Spring marks the end of the date palm jaggery harvest, a highly skilled, hereditary practice known as karupatti extraction. In Tamil food culture, karupatti has traditionally been used more for functional and medicinal purposes than as a confection. However, growing demand for natural sugar and sugar-free sweets has led to the introduction of sweets made with karupatti in local shops, a phenomenon less than a decade old.

Responding to the demand for a healthier sweetener and abundant use of local produce, karupatti kaju katli emerges as a thoughtful reinterpretation of a classic. Just short of Puducherry, cashew orchards in the Cuddalore district come alive as picking season begins at the end of March. The nuts are hand-sorted and pan-roasted to develop a rich, creamy flavour. Combined with the last harvest of date palm jaggery, they form a kaju katli that is earthy, soft, and soothing.

A little ahead on the road, Cuddalore is just 25kms from Puducherry. Here, the rhythms of temple offerings also give way to Puducherry’s French colonial culinary legacies. The scent of the sea mingles with spices along the streets, and snack culture shifts towards fried and breaded treats, culminating in the fish cutlet, a local adaptation of the Portuguese bolinho, a deep-fried fish-and-potato croquette. The Cuddalore fish cutlet is where coastal ingredients meet colonial technique in everyday culinary culture.

The first secret of the Cuddalore fish cutlet lies in the freshness of the fish, as even the mackerel are caught locally, and smaller shops refrain from selling these cutlets as monsoon rolls around, as it is believed that one may catch a fish with eggs during the season and disrupt ecological balance. For the cutlet, the fish is then combined with mashed potatoes, finely chopped onions, green chillies, ginger, garlic, black pepper, and roasted cumin. This mixture is shaped into small patties, coated first in a thin layer of flour, dipped in beaten egg, and finally rolled in breadcrumbs for a crisp exterior. Served at tea with a squeeze of fresh lime and coriander, the cutlets are slightly crunchy while remaining moist and flavoursome inside.

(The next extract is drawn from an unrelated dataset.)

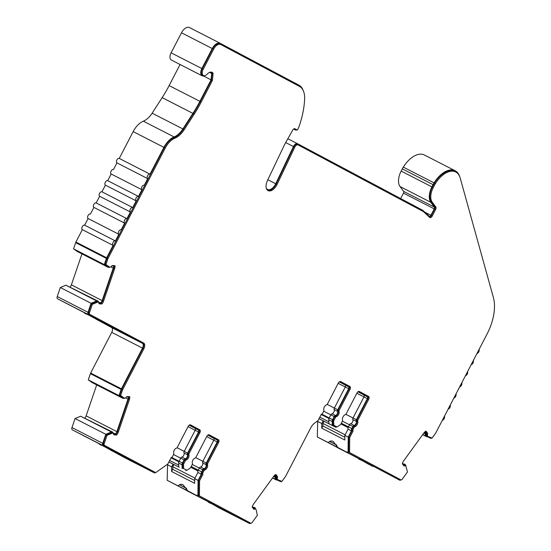 <?xml version="1.0" encoding="UTF-8"?>
<svg xmlns="http://www.w3.org/2000/svg" width="551" height="551" viewBox="0 0 551 551"><rect width="100%" height="100%" fill="white"/><g stroke="black" fill="none" stroke-linecap="round" stroke-linejoin="round"><path stroke-width="0.83" d="M108.161 267.311L77.402 251.559L73.545 248.845L75.659 242.647A2.507 1.412 -62.9 0 1 75.914 242.047L82.34 229.65A2.507 1.412 -62.9 0 1 82.251 226.764A2.507 1.412 -62.9 0 1 84.634 225.194L88.112 218.52A2.507 1.412 -62.9 0 1 88.015 215.634A2.507 1.412 -62.9 0 1 90.405 214.064A2.507 1.412 -62.9 0 1 90.419 214.07L93.877 207.396A2.507 1.412 -62.9 0 1 93.787 204.504A2.507 1.412 -62.9 0 1 96.177 202.933L99.648 196.266A2.507 1.412 -62.9 0 1 99.559 193.373A2.507 1.412 -62.9 0 1 101.942 191.81A2.507 1.412 -62.9 0 1 101.956 191.81L105.413 185.136A2.507 1.412 -62.9 0 1 105.324 182.25A2.507 1.412 -62.9 0 1 107.714 180.68L111.185 174.006A2.507 1.412 -62.9 0 1 111.095 171.12A2.507 1.412 -62.9 0 1 113.478 169.55A2.507 1.412 -62.9 0 1 113.492 169.556L116.95 162.876A2.507 1.412 -62.9 0 1 116.86 159.99A2.507 1.412 -62.9 0 1 119.25 158.419A2.507 1.412 -62.9 0 1 119.257 158.426L149.996 174.171A2.507 1.412 117.1 0 0 150.01 174.171A2.507 1.412 117.1 0 0 147.62 175.741A2.507 1.412 117.1 0 0 147.709 178.634L144.252 185.308A2.507 1.412 117.1 0 0 144.238 185.301A2.507 1.412 117.1 0 0 141.855 186.872A2.507 1.412 117.1 0 0 141.944 189.758L138.48 196.438A2.507 1.412 117.1 0 0 138.473 196.431A2.507 1.412 117.1 0 0 136.083 198.002A2.507 1.412 117.1 0 0 136.173 200.888L132.715 207.569A2.507 1.412 117.1 0 0 132.701 207.562A2.507 1.412 117.1 0 0 130.318 209.132A2.507 1.412 117.1 0 0 130.408 212.018L126.944 218.692A2.507 1.412 117.1 0 0 126.937 218.692A2.507 1.412 117.1 0 0 124.547 220.262A2.507 1.412 117.1 0 0 124.636 223.148L121.179 229.822A2.507 1.412 117.1 0 0 121.165 229.815A2.507 1.412 117.1 0 0 118.775 231.386A2.507 1.412 117.1 0 0 118.871 234.278L115.407 240.952A2.507 1.412 117.1 0 0 115.393 240.945A2.507 1.412 117.1 0 0 113.01 242.516A2.507 1.412 117.1 0 0 113.1 245.402L106.674 257.806A2.507 1.412 117.1 0 0 106.419 258.398L104.304 264.597L108.161 267.311L109.215 267.359A2.17 1.219 117.1 0 0 110.062 267.042M107.714 180.68A2.507 1.412 -62.9 0 1 107.721 180.687L138.459 196.425L107.714 180.68M101.956 191.81L132.695 207.555L101.942 191.81M96.177 202.933A2.507 1.412 -62.9 0 1 96.184 202.94L126.923 218.685L96.177 202.933M115.393 240.945L84.634 225.194A2.507 1.412 -62.9 0 1 84.647 225.201L115.386 240.939M266.285 188.132A8.355 4.697 117.1 0 0 267.545 189.434A8.355 4.697 117.1 0 0 275.507 184.199A8.355 4.697 117.1 0 0 275.727 183.752L293.442 146.545A4.181 2.349 -62.9 0 1 297.533 143.701A4.181 2.349 -62.9 0 1 297.547 143.715L287.849 138.742L297.512 143.694M403.05 461.855A5.014 2.817 117.1 0 0 402.326 463.763L403.807 465.747A1.674 0.937 117.1 0 0 404 465.919A1.674 0.937 117.1 0 0 404.882 465.74A1.329 0.751 117.1 0 1 405.577 465.595A1.329 0.751 117.1 0 1 405.736 465.733L407.492 471.966L402.251 479.177A1.674 0.937 117.1 0 1 400.887 479.859A1.674 0.937 117.1 0 0 400.887 479.859L349.561 452.557L349.713 437.501L353.053 431.054A1.674 0.937 117.1 0 1 353.157 429.263L354.231 427.197A0.833 0.468 117.1 0 1 354.83 426.653A3.34 1.88 117.1 0 0 357.234 424.456A3.34 1.88 117.1 0 0 357.654 421.212A0.833 0.468 117.1 0 1 357.757 420.399L368.681 399.317A2.507 1.412 117.1 0 0 368.591 396.424L359.335 391.499A2.507 1.412 117.1 0 0 359.321 391.492A2.507 1.412 117.1 0 0 356.938 393.063L346.007 414.145A0.833 0.468 117.1 0 1 345.408 414.696A3.34 1.88 117.1 0 0 342.998 416.887A3.34 1.88 117.1 0 0 342.584 420.137A0.833 0.468 117.1 0 1 342.481 420.95L340.876 424.043A1.674 0.937 117.1 0 1 340.091 424.966L337.026 426.963L333.775 425.234L333.658 421.543A1.674 0.937 117.1 0 1 333.961 420.365L335.566 417.272A0.833 0.468 117.1 0 1 336.165 416.721A3.34 1.88 117.1 0 0 338.576 414.531A3.34 1.88 117.1 0 0 338.989 411.28A0.833 0.468 117.1 0 1 339.092 410.467L350.023 389.385A2.507 1.412 117.1 0 0 349.926 386.499L340.67 381.574A2.507 1.412 117.1 0 0 340.656 381.567A2.507 1.412 117.1 0 0 338.273 383.138L327.342 404.22A0.833 0.468 117.1 0 1 326.743 404.771A3.34 1.88 117.1 0 0 324.339 406.962A3.34 1.88 117.1 0 0 323.919 410.206A0.833 0.468 117.1 0 1 323.816 411.018L322.748 413.092A1.674 0.937 117.1 0 1 321.35 414.194L318.01 420.64L314.249 423.354A9.195 5.166 117.1 0 0 310.771 427.79L285.687 476.181A1.674 0.937 117.1 0 1 285.459 476.553L281.96 481.367L277.952 479.831L277.373 479.046A1.329 0.751 117.1 0 1 277.367 477.882A1.674 0.937 117.1 0 0 277.36 476.422L275.886 474.439A5.014 2.817 117.1 0 0 273.689 476.374L253.584 504.069A5.014 2.817 117.1 0 0 252.902 505.177A5.014 2.817 117.1 0 0 252.186 507.085L253.66 509.069A1.674 0.937 117.1 0 0 253.853 509.234A1.674 0.937 117.1 0 0 254.734 509.062A1.329 0.751 117.1 0 1 255.437 508.917A1.329 0.751 117.1 0 1 255.588 509.048L256.174 509.833L257.345 515.288L252.11 522.5A1.674 0.937 117.1 0 1 250.746 523.181A1.674 0.937 117.1 0 0 250.746 523.181L199.414 495.879L199.565 480.823L202.913 474.377A1.674 0.937 117.1 0 1 203.016 472.586L204.084 470.52A0.833 0.468 117.1 0 1 204.69 469.969A3.34 1.88 117.1 0 0 207.093 467.778A3.34 1.88 117.1 0 0 207.507 464.527A0.833 0.468 117.1 0 1 207.61 463.722L218.54 442.632A2.507 1.412 117.1 0 0 218.451 439.746L209.187 434.822A2.507 1.412 117.1 0 0 209.18 434.815A2.507 1.412 117.1 0 0 206.79 436.385L195.86 457.468A0.833 0.468 117.1 0 1 195.261 458.019A3.34 1.88 117.1 0 0 192.857 460.209A3.34 1.88 117.1 0 0 192.444 463.46A0.833 0.468 117.1 0 1 192.333 464.266L190.729 467.365A1.674 0.937 117.1 0 1 189.943 468.288L186.885 470.285L183.628 468.55L183.517 464.865A1.674 0.937 117.1 0 1 183.814 463.687L185.425 460.588A0.833 0.468 117.1 0 1 186.024 460.044A3.34 1.88 117.1 0 0 188.428 457.853A3.34 1.88 117.1 0 0 188.841 454.603A0.833 0.468 117.1 0 1 188.945 453.79L199.875 432.707A2.507 1.412 117.1 0 0 199.786 429.821L190.522 424.897A2.507 1.412 117.1 0 0 190.515 424.89A2.507 1.412 117.1 0 0 188.125 426.46L177.195 447.543A0.833 0.468 117.1 0 1 176.595 448.087A3.34 1.88 117.1 0 0 174.192 450.277A3.34 1.88 117.1 0 0 173.779 453.528A0.833 0.468 117.1 0 1 173.675 454.341L172.601 456.407A1.674 0.937 117.1 0 1 171.203 457.516L167.862 463.956L155.719 472.634L104.394 445.339A1.674 0.937 117.1 0 1 104.167 443.81L107.052 435.345L112.149 433.231L113.12 433.272A1.329 0.751 117.1 0 1 113.306 433.32A1.329 0.751 117.1 0 1 113.596 433.988A1.674 0.937 117.1 0 0 113.967 434.829A1.674 0.937 117.1 0 0 114.202 434.891L116.654 434.994A5.014 2.817 117.1 0 0 118.3 432.115L129.395 399.627A5.014 2.817 117.1 0 0 129.726 396.692L127.274 396.589A1.674 0.937 117.1 0 0 126.083 397.416A1.329 0.751 117.1 0 1 125.132 398.07L124.161 398.036L120.641 395.556L122.57 389.915A1.674 0.937 117.1 0 1 122.742 389.516L143.839 348.811A5.014 2.817 117.1 0 0 143.659 343.039L89.661 314.318A1.674 0.937 117.1 0 1 89.434 312.789L92.32 304.324L97.417 302.21L98.388 302.251A1.329 0.751 117.1 0 1 98.574 302.299A1.329 0.751 117.1 0 1 98.863 302.967A1.674 0.937 117.1 0 0 99.235 303.815A1.674 0.937 117.1 0 0 99.469 303.87L101.921 303.973A5.014 2.817 117.1 0 0 103.574 301.101L114.663 268.606A5.014 2.817 117.1 0 0 114.994 265.672L112.542 265.568A1.674 0.937 117.1 0 0 111.35 266.395A1.329 0.751 117.1 0 1 110.4 267.056L109.435 267.015L105.916 264.542L107.838 258.894A1.674 0.937 117.1 0 1 108.01 258.495L165.259 148.054A15.876 8.926 117.1 0 1 174.929 138.156A17.549 9.863 117.1 0 0 184.158 129.747L194.186 114.195A84.406 47.441 117.1 0 0 201.239 102.031L212.376 80.536L213.113 73.345A7.101 3.995 117.1 0 0 212.094 72.339A7.101 3.995 117.1 0 0 207.176 74.151A5.434 3.051 117.1 0 1 203.422 75.528A5.434 3.051 117.1 0 1 203.202 69.261L213.588 49.232A7.521 4.229 117.1 0 1 220.751 44.521A7.521 4.229 117.1 0 1 220.779 44.535L299.407 86.355A24.237 13.623 117.1 0 1 304.627 99.125A69.364 38.99 -62.9 0 1 299.069 126.503L297.857 129.251A0.833 0.468 -62.9 0 1 297.023 129.857A0.833 0.468 -62.9 0 1 297.017 129.857L294.992 128.776A2.507 1.412 117.1 0 0 294.978 128.769A2.507 1.412 117.1 0 0 292.664 130.201L285.301 143.253A17.549 9.863 117.1 0 0 284.777 144.224A17.549 9.863 117.1 0 0 284.309 145.175L267.469 180.535A9.195 5.166 117.1 0 0 268.089 190.646A9.195 5.166 117.1 0 0 277.091 184.399L294.799 147.193A3.34 1.88 -62.9 0 1 294.888 147.014A3.34 1.88 -62.9 0 1 298.07 144.92A3.34 1.88 -62.9 0 1 298.091 144.927L423.113 211.432A7.521 4.229 117.1 0 1 423.629 211.798L429.697 217.431A2.507 1.412 117.1 0 0 429.876 217.562A2.507 1.412 117.1 0 0 432.266 215.992L435.586 209.58A2.507 1.412 117.1 0 0 435.779 206.942L432.191 202.107A13.823 7.769 117.1 0 1 433.251 187.554L434.402 185.322A13.823 7.769 117.1 0 1 435.352 183.662A23.066 12.969 117.1 0 1 455.739 171.995A23.066 12.969 117.1 0 1 460.209 178.076L493.386 297.492A40.946 23.018 117.1 0 1 487.098 333.947L435.827 432.859A1.674 0.937 117.1 0 1 435.6 433.231L432.108 438.045L428.099 436.509L427.514 435.731A1.329 0.751 117.1 0 1 427.514 434.56A1.674 0.937 117.1 0 0 427.507 433.1L426.033 431.116A5.014 2.817 117.1 0 0 423.836 433.058L403.731 460.753A5.014 2.817 117.1 0 0 403.05 461.855M297.147 144.445L297.168 144.458A3.34 1.88 117.1 0 0 297.147 144.445A3.34 1.88 117.1 0 0 293.965 146.538A3.34 1.88 117.1 0 0 293.876 146.718L276.168 183.924A9.195 5.166 -62.9 0 1 267.648 190.37M86.61 313.856L57.593 298.835A2.507 1.412 -62.9 0 1 57.249 296.541L60.328 287.526L65.913 285.211L96.673 300.963L91.087 303.284L88.008 312.3A2.507 1.412 117.1 0 0 88.353 314.587L142.351 343.307A4.181 2.349 117.1 0 1 142.502 348.122L121.406 388.82A2.507 1.412 117.1 0 0 121.151 389.419L119.03 395.618L122.894 398.332L123.947 398.373A2.17 1.219 117.1 0 0 124.795 398.056M101.336 444.871L72.326 429.849A2.507 1.412 -62.9 0 1 71.981 427.562L75.06 418.546L80.646 416.225L111.405 431.977L105.82 434.298L102.741 443.314A2.507 1.412 117.1 0 0 103.085 445.607L154.597 472.999L155.361 472.455M167.58 464.162L167.167 480.293L210.613 502.994M317.727 420.84L317.307 436.971L360.753 459.672M337.784 447.805L363.316 460.877L337.832 447.715M317.307 436.971L328.334 442.618C329.512 440.958 331.123 440.566 333.19 441.441L337.963 447.55L399.571 480.121A2.507 1.412 117.1 0 0 399.585 480.128A2.507 1.412 117.1 0 0 400.901 479.866L399.957 479.384A1.674 0.937 117.1 0 0 399.964 479.384A1.674 0.937 117.1 0 0 399.971 479.391M328.334 442.618L337.963 447.55M123.355 456.862L142.737 466.773M154.597 472.999L123.837 457.247L99.146 443.741M187.636 491.127L213.168 504.199L187.684 491.037M167.167 480.293L178.193 485.941C179.364 484.281 180.983 483.888 183.042 484.763L187.822 490.872L249.431 523.443A2.507 1.412 117.1 0 0 249.438 523.45A2.507 1.412 117.1 0 0 250.76 523.188M178.193 485.941L187.822 490.872M110.524 326.784L102.231 322.383M348.494 453.177L341.296 449.492A0.833 0.468 -62.9 0 1 341.289 449.485L348.501 453.184A0.833 0.468 117.1 0 0 348.521 453.191L348.514 453.191A0.833 0.468 117.1 0 0 348.514 453.191L341.393 449.54M341.296 449.492L334.443 445.986A0.833 0.468 -62.9 0 1 334.443 445.986A0.833 0.468 -62.9 0 1 334.443 445.979M348.514 453.191L355.361 456.696A0.833 0.468 117.1 0 0 355.423 456.717M362.159 460.299L339.347 448.59A0.833 0.468 -62.9 0 1 339.209 448.424M360.161 459.203A0.833 0.468 117.1 0 0 360.264 459.307L362.152 460.312M353.274 455.629A0.833 0.468 117.1 0 0 353.418 455.794L346.2 452.095L347.158 451.958M360.264 459.307L352.95 455.457M339.347 448.59L346.2 452.095A0.833 0.468 -62.9 0 1 346.049 451.91M198.353 496.499L191.149 492.814A0.833 0.468 -62.9 0 1 191.149 492.808L191.149 492.814A0.833 0.468 -62.9 0 1 191.149 492.814L198.36 496.506A0.833 0.468 117.1 0 0 198.374 496.513L184.296 489.302A0.833 0.468 -62.9 0 1 184.296 489.302L191.245 492.856M184.303 489.309A0.833 0.468 -62.9 0 1 184.303 489.302L191.149 492.814M210.014 502.519A0.833 0.468 117.1 0 0 210.124 502.622L189.207 491.912A0.833 0.468 -62.9 0 1 189.062 491.74M203.133 498.944A0.833 0.468 117.1 0 0 203.271 499.116L196.053 495.418L197.017 495.28M210.124 502.622L202.802 498.779M189.207 491.912L196.053 495.418A0.833 0.468 -62.9 0 1 195.908 495.232M116.667 329.774A0.833 0.468 117.1 0 0 116.805 329.946L102.741 322.741L116.344 329.608M110.551 326.102L109.587 326.247A0.833 0.468 -62.9 0 1 109.442 326.061M96.446 319.36L118.747 330.841A0.833 0.468 117.1 0 0 118.754 330.841A0.833 0.468 117.1 0 0 118.83 330.869M97.837 320.131L104.683 323.637A0.833 0.468 -62.9 0 1 104.683 323.637L97.837 320.131A0.833 0.468 -62.9 0 1 97.83 320.131L96.439 319.366M104.683 323.637L111.901 327.335A0.833 0.468 117.1 0 0 111.908 327.335M111.901 327.335L104.78 323.685M131.393 460.788A0.833 0.468 117.1 0 0 131.531 460.96L142.358 466.573M125.277 457.123L124.312 457.261A0.833 0.468 -62.9 0 1 124.168 457.075M138.273 464.362A0.833 0.468 117.1 0 0 138.384 464.465L131.069 460.622M138.384 464.465L142.358 466.58M112.556 451.145L119.409 454.651L112.562 451.145A0.833 0.468 -62.9 0 1 112.556 451.145L133.473 461.855A0.833 0.468 117.1 0 0 133.48 461.855A0.833 0.468 117.1 0 0 133.556 461.883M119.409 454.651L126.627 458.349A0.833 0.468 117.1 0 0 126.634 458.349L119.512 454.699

By the time one gets to Puducherry from Srirangam, handbags are laden with snacks, each one a small souvenir. They are shaped by devotional, agricultural and colonial undertones in the form of the vadai, murukkus, portable payasam, and cutlets. Each snack carries with it generations of knowledge, seasonal timing, and local taste sensibilities to create a culinary landscape where culture and daily life converge to remind us that the simplest treats hold the deepest stories.


Tanushree Kulkarni is a cultural historian and food researcher with a decade long background in art history, cultural development and museum practice. Trained in the pastry arts, her work examines the history and cultural power of Indian snacks, bakeries and sweets.
Translations and detailed descriptions are provided to give a better understanding of the story to people from different cultural backgrounds across the globe.